Mon Oct 28 12:18:54 PDT 2024

llvmbot wrote:




@llvm/pr-subscribers-flang-fir-hlfir

Author: Asher Mancinelli (ashermancinelli)

<details>
<summary>Changes</summary>

@jeanPerier explained the importance of converting box loads and stores into `memcpy`s instead of aggregate loads and stores, and I'll do my best to explain it here.

* [(godbolt link) Example comparing opt transformations on memcpys vs aggregate load/stores](https://godbolt.org/z/be7xM83cG)
  * LLVM can more effectively reason about memcpys compared to aggregate load/stores.
  * This came up when others were discussing array descriptors for assumed-rank arrays passed to `bind(c)` subroutines, with the implication that the array descriptors are known to have lower bounds of 1 and that they are not pointer/allocatable types.
* [(godbolt link) Clang also uses memcpys so we should probably follow them, assuming the clang developers are generatign what they know Opt will handle more effectively.](https://godbolt.org/z/YT4x7387W)
* This currently may not help much without the `nocapture` attribute being propagated to function calls, but [it looks like someone may do this soon (discourse link)](https://discourse.llvm.org/t/applying-the-nocapture-attribute-to-reference-passed-arguments-in-fortran-subroutines/81401/23) or I can do this in a follow-up patch.

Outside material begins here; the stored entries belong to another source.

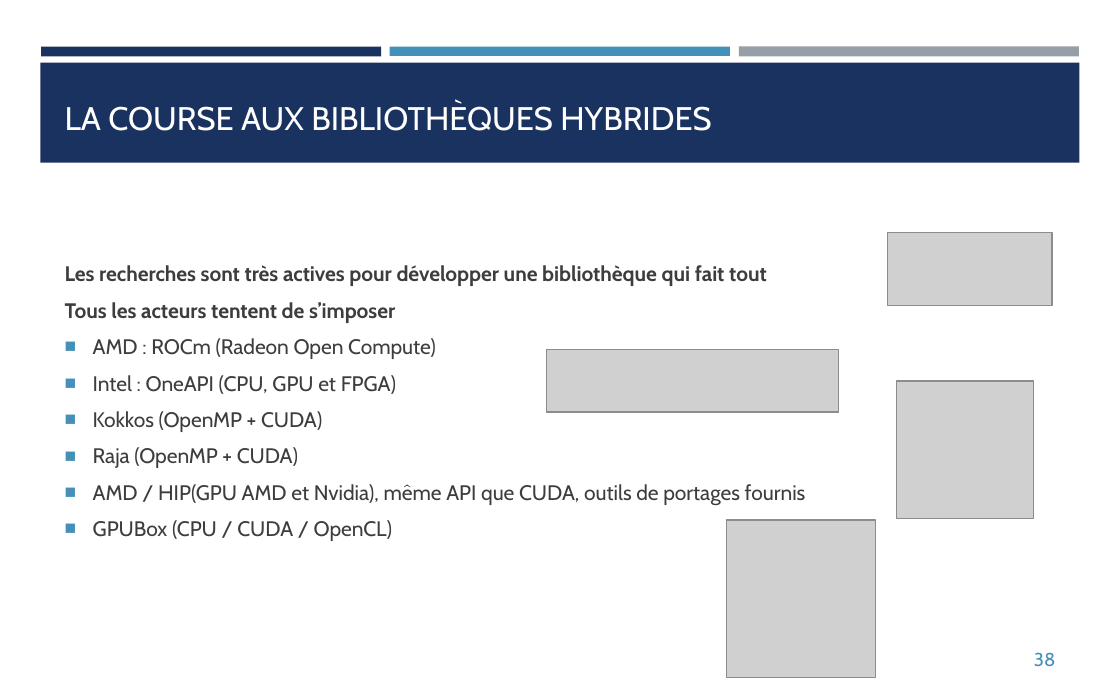
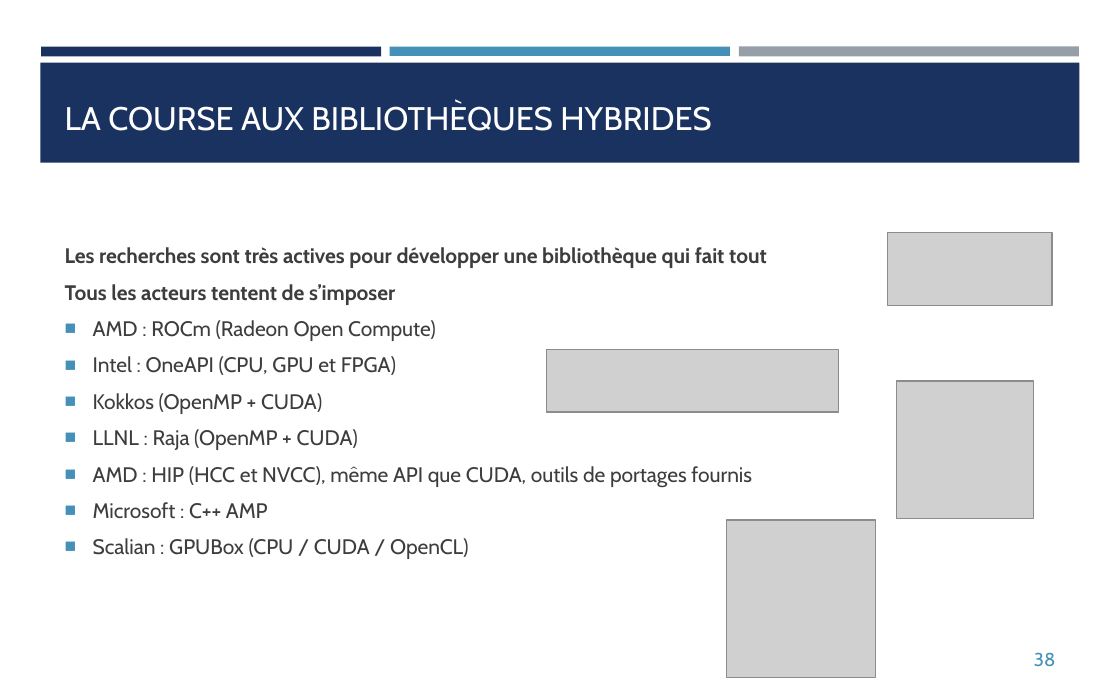
Before and after one commit to franckginguene/hpc_formation_scalian, a slide deck: slide 38 of Diapos/HPC_CUDA.pptx. Drawn at 1120x700 pixels with LibreOffice and Linux fonts; fonts in the diff are those of the drawing; grey boxes stand for pictures. Boxes give left, top, right and bottom in pixels: in the first picture for what was removed or moved away, otherwise in the second. Text is boxed around its words. In the diff, an @@ line names an element or a change of style, - is before the commit and + after.

```diff
--- a/Diapos/HPC_CUDA.pptx
+++ b/Diapos/HPC_CUDA.pptx
@@ text at bbox=[93, 429, 752, 559]: text changed @@
-■ Raja (OpenMP + CUDA)
-■ AMD / HIP(GPU AMD et Nvidia), même API que CUDA, outils de portages fournis
-■ GPUBox (CPU / CUDA / OpenCL)
+■ LLNL : Raja (OpenMP + CUDA)
+■ AMD : HIP (HCC et NVCC), même API que CUDA, outils de portages fournis
+■ Microsoft : C++ AMP
+■ Scalian : GPUBox (CPU / CUDA / OpenCL)
```
Also in this commit, not shown: 3 other files.

Note on test `flang/test/Fir/embox-char.fir`: it looks like the original test was auto-generated. I wasn't too sure which parts were especially important to test, so I regenerated the test. If we want the updated version to look more like the old version, I'll make those changes.

---

Patch is 57.86 KiB, truncated to 20.00 KiB below, full version: https://github.com/llvm/llvm-project/pull/113949.diff


11 Files Affected:

- (modified) flang/lib/Optimizer/CodeGen/CodeGen.cpp (+20-39) 
- (modified) flang/test/Fir/box.fir (+13-6) 
- (modified) flang/test/Fir/convert-to-llvm-openmp-and-fir.fir (+2-2) 
- (modified) flang/test/Fir/convert-to-llvm.fir (+15-13) 
- (modified) flang/test/Fir/embox-char.fir (+121-118) 
- (modified) flang/test/Fir/polymorphic.fir (+4-8) 
- (modified) flang/test/Fir/tbaa.fir (+2-2) 
- (modified) flang/test/Integration/OpenMP/private-global.f90 (+3-2) 
- (modified) flang/test/Lower/OpenMP/delayed-privatization-allocatable-firstprivate.f90 (+1-2) 
- (modified) flang/test/Lower/OpenMP/parallel-reduction-mixed.f90 (+1-1) 
- (modified) flang/test/Lower/allocatable-polymorphic.f90 (+6-12)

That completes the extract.